Kierowcy jadący dolnośląskim odcinkiem A4 informowali dyżurnego policji, że tir jedzie całą szerokością autostrady, na zmianę gwałtownie hamuje i przyspiesza oraz zajeżdża innym drogę. - Mężczyzna, który siedział za kierownicą był kompletnie pijany, miał blisko 2,5 promila alkoholu w organizmie - informują policjanci.
- Do zatrzymania kierowcy ciężarówki doszło w okolicach Legnicy, na autostradzie A4 - wyjaśnia asp. szt. Paweł Petrykowski z dolnośląskiej policji.

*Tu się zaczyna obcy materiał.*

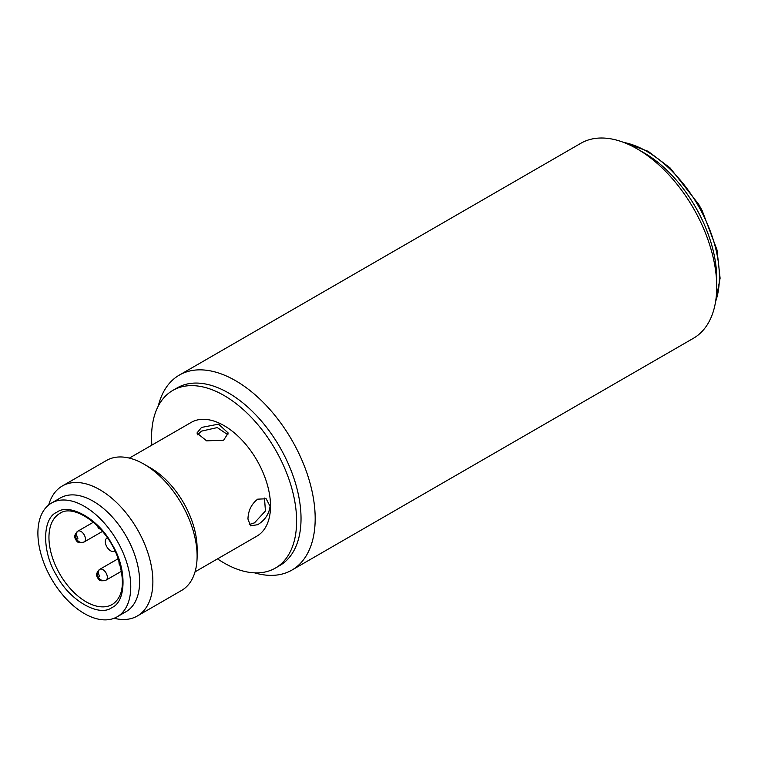 <?xml version="1.0" encoding="UTF-8"?>
<svg xmlns="http://www.w3.org/2000/svg" width="758" height="758" viewBox="0 0 758 758"><rect width="100%" height="100%" fill="white"/><g stroke="black" fill="none" stroke-linecap="round" stroke-linejoin="round"><path stroke-width="1.14" d="M56.225 501.029A65.671 37.919 60 0 1 93.177 501.209A65.671 37.919 60 0 1 137.179 563.099A65.671 37.919 60 0 1 121.289 613.734M114.117 618.263A75.051 43.329 -120 0 0 137.34 615.998A75.051 43.329 -120 0 0 152.879 581.632A75.051 43.329 -120 0 0 99.81 489.715A75.051 43.329 -120 0 0 62.289 486.001A75.051 43.329 -120 0 0 48.711 504.98M137.34 615.998L181.56 590.463A75.051 43.329 -120 0 0 197.108 556.107A75.051 43.329 -120 0 0 144.039 464.19A75.051 43.329 -120 0 0 106.508 460.466L62.289 486.001M144.039 464.19L150.671 468.018A65.671 37.919 -120 0 1 197.108 548.441L197.108 556.107M195.043 571.845L256.915 536.124A65.671 37.919 -120 0 0 270.521 506.06A65.671 37.919 -120 0 0 241.849 439.972A65.671 37.919 -120 0 0 191.253 422.377L129.372 458.107M270.075 506.316C268.976 514.199 264.845 520.329 257.682 524.697L250.538 525.853L247.961 519.078C248.179 510.693 251.419 504.051 257.682 499.162L266.172 498.773L270.075 506.316M223.638 440.199L206.621 440.843L196.947 433.036L201.533 427.427L218.55 424.148L228.224 433.036L223.638 440.199M227.987 434.846L217.281 427.588L201.533 431.122L197.421 434.865M249.192 524.536L254.489 522.849L265.423 510.977L264.495 498.072M151.856 445.126A102.567 59.219 60 0 1 151.553 437.375A102.567 59.219 60 0 1 172.796 390.427A102.567 59.219 60 0 1 251.836 417.904A102.567 59.219 60 0 1 296.615 521.125A102.567 59.219 60 0 1 275.372 568.083A102.567 59.219 60 0 1 217.518 558.864M275.372 568.083L279.787 565.525A102.567 59.219 -120 0 0 301.03 518.576A102.567 59.219 -120 0 0 256.261 415.346A102.567 59.219 -120 0 0 177.22 387.869L172.796 390.427M111.852 607.594C99.146 617.448 69.528 600.355 56.812 575.824C41.927 552.554 41.927 518.358 56.812 512.275C69.528 502.421 99.137 519.514 111.852 544.045C126.738 567.316 126.747 601.511 111.852 607.594M60.346 497.959L51.497 503.066L60.346 497.959A65.671 37.919 60 0 1 126.017 535.868A65.671 37.919 60 0 1 126.017 611.697L117.168 616.804A65.671 37.919 60 0 1 51.497 578.894A65.671 37.919 60 0 1 51.497 503.066L51.497 503.066A65.671 37.919 60 0 1 117.168 540.975A65.671 37.919 60 0 1 117.168 616.804L126.017 611.697M114.913 550.867L114.306 551.199A7.504 4.33 60 0 1 106.821 546.783A7.504 4.33 60 0 1 106.85 538.171L106.878 538.152A7.504 4.33 60 0 0 106.85 538.171L106.878 538.152M716.661 282.507A102.567 59.219 -120 0 0 644.215 152.945L637.137 148.862A112.572 64.998 -120 0 0 580.846 143.281L179.295 375.115A112.572 64.998 60 0 1 235.577 380.696A112.572 64.998 60 0 1 309.122 479.899A112.572 64.998 60 0 1 291.868 570.111A112.572 64.998 60 0 1 254.574 572.84M291.868 570.111L693.428 338.276A112.572 64.998 -120 0 0 716.736 286.732A112.572 64.998 -120 0 0 637.137 148.862L644.215 152.945A102.567 59.219 -120 0 1 716.736 278.565L716.736 286.732M175.06 389.233A102.567 59.219 60 0 1 228.509 392.947A102.567 59.219 60 0 1 296.094 485.347A102.567 59.219 60 0 1 277.532 566.719M158.28 406.051A112.572 64.998 60 0 1 179.295 375.115M112.373 604.41L112.373 604.41A52.539 30.329 60 0 1 59.835 574.081A52.539 30.329 60 0 1 59.835 513.412L59.835 513.412C73.611 503.179 106.234 525.398 117.424 556.666C125.402 580.789 123.725 596.707 112.373 604.41L112.373 604.41M98.483 577.293A6.253 5.107 -120 0 1 99.781 569.324L99.781 569.324A6.253 3.61 60 0 1 106.035 572.934A6.253 3.61 60 0 1 106.035 580.164L106.035 580.164A6.253 5.107 60 0 1 98.483 577.293M76.596 539.128A6.253 5.107 -120 0 1 77.894 531.159L77.894 531.159A6.253 3.61 60 0 1 84.147 534.769A6.253 3.61 60 0 1 84.147 541.989L84.147 541.989A6.253 5.107 60 0 1 76.596 539.128M99.781 576.554A6.253 3.61 60 0 1 99.781 569.324L99.781 569.324C94.352 575.038 97.223 575.739 97.479 577.842C99.203 579.169 98.332 582.011 106.035 580.164L121.574 571.191M77.894 538.379A6.253 3.61 60 0 1 77.894 531.159L77.894 531.159C72.455 536.863 75.326 537.574 75.592 539.677C77.316 541.004 76.444 543.837 84.147 541.989L102.472 531.405M715.599 301.57A102.567 59.219 -120 0 0 646.868 151.411A102.567 59.219 -120 0 0 623.72 142.428M118.182 558.703L99.781 569.324M93.386 522.215L77.894 531.159M96.901 525.408L98.54 528.155L100.918 529.605M118.892 560.74L119.129 564.085L120.522 566.321M621.939 141.774L648.118 151.287L670.186 168.011L698.63 204.272L702.173 210.629L717.011 249.951L720.1 278.224L715.277 303.437"/></g></svg>

Wcześniej dyżurny z Legnicy otrzymał kilka telefonów od innych uczestników ruchu, którzy skarżyli się na kierowcę. Tłumaczyli, że samochód ciężarowy jedzie całą szerokością drogi, zajeżdżając drogę innym pojazdom, a kierowca na zmianę gwałtownie przyspiesza i hamuje.
- Na miejscu policjanci zbadali mężczyznę alkomatem. Okazało się, że 54-latek ma 2,4 promila alkoholu w organizmie - tłumaczy Petrykowski.
Z promilami do Warszawy
Jak się okazało, w takim stanie mężczyzna planował dotrzeć do Warszawy.
54-latek został zatrzymany do wytrzeźwienia. Teraz o jego losie zdecyduje sąd. - Grozi mu kara pozbawienia wolności do 2 lat, kara finansowa oraz utrata uprawnień do kierowania pojazdami - informuje Petrykowski.